Software development
For software development, modern tools such as the DLR GitLab instance for contemporary collaborative software development are used to implement DLR's software engineering guidelines and ultimately to ensure the quality and functionality as well as the maintainability and expandability of our research software.
Our software tools are used in national and international research projects and are also used for direct contracts - such as the DLR Simfuel® platform for prescreening new fuel candidates or SAF prior to certification in aviation.
The basis of any theoretical analysis of combustion processes are chemical reaction mechanisms, which are often very extensive. For use in numerical fluid mechanics or theoretical considerations and model developments, it is often necessary to reduce the original mechanisms to significantly smaller, reduced mechanisms optimised for an "operating range". Here, the linTM programme offers an excellent tool for the efficient reduction of chemical reaction mechanisms.

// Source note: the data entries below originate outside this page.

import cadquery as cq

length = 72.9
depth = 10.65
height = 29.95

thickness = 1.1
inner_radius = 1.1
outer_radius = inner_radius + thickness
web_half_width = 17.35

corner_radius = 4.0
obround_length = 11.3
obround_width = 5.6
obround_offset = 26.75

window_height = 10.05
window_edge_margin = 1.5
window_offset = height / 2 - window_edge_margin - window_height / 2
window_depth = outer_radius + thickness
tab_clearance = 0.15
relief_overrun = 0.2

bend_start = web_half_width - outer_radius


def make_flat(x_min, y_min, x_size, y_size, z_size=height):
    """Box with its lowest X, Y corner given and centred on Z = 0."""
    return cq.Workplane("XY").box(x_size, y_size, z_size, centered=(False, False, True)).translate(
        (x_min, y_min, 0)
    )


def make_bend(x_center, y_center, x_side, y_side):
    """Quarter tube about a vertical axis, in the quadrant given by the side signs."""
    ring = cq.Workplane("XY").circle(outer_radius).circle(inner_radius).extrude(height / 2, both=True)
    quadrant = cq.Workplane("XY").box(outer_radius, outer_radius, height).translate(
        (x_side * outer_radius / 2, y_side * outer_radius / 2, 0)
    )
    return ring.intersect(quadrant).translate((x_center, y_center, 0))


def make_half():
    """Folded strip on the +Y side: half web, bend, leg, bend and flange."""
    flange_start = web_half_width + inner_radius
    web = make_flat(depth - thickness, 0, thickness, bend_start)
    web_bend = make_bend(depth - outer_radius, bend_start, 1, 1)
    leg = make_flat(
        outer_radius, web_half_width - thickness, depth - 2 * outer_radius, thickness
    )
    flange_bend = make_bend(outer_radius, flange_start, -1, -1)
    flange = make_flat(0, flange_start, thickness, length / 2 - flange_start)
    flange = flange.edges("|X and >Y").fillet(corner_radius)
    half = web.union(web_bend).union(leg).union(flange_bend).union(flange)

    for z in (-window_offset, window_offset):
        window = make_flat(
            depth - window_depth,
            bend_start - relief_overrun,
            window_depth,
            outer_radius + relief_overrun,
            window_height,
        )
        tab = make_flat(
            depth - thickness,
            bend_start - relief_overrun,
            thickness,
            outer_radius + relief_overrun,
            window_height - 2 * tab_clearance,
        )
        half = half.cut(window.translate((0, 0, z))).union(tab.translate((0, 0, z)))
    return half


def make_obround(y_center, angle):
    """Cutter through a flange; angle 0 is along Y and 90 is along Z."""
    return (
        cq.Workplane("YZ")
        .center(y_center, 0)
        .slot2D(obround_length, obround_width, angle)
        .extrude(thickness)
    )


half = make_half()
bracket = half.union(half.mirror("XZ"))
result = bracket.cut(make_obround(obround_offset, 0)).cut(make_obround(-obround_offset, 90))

Micro gas turbine based and novel cycle processes are investigated and optimised with the MGTS3 process simulator. Any system components can be interconnected and their stationary and dynamic behaviour investigated.
The ProCoSim programme enables the process simulation of system networks consisting of producers, storage facilities and consumers. For example, the operating strategy of combined heat and power plants for supplying office buildings can be optimized and integrated heat storage systems can be dimensioned to meet the demand profiles over the course of the year.
In order to evaluate and optimise existing and future sustainable fuels - especially sustainable aviation fuels (SAF) - an interactive, interdisciplinary and collaborative digital platform for the evaluation and optimisation of fuels was created with the DLR SimFuel® platform, which is continuously being further developed by the team. In addition to state-of-the-art models of fuel properties, a comprehensive database has also been set up, which currently contains 15,000 conventional jet fuels and 450 new types of fuel. In particular, the platform also offers an interface and interactive web dashboards that enable external project participants and customers to make optimal use for collaborative research.
For the efficient calculation of turbulent, chemically reacting flows in complex three-dimensional geometries, the institute's own combustion code ThetaCOM is being continuously developed and applied. This allows both complex detailed problems to be analysed and application calculations to be carried out as part of design processes.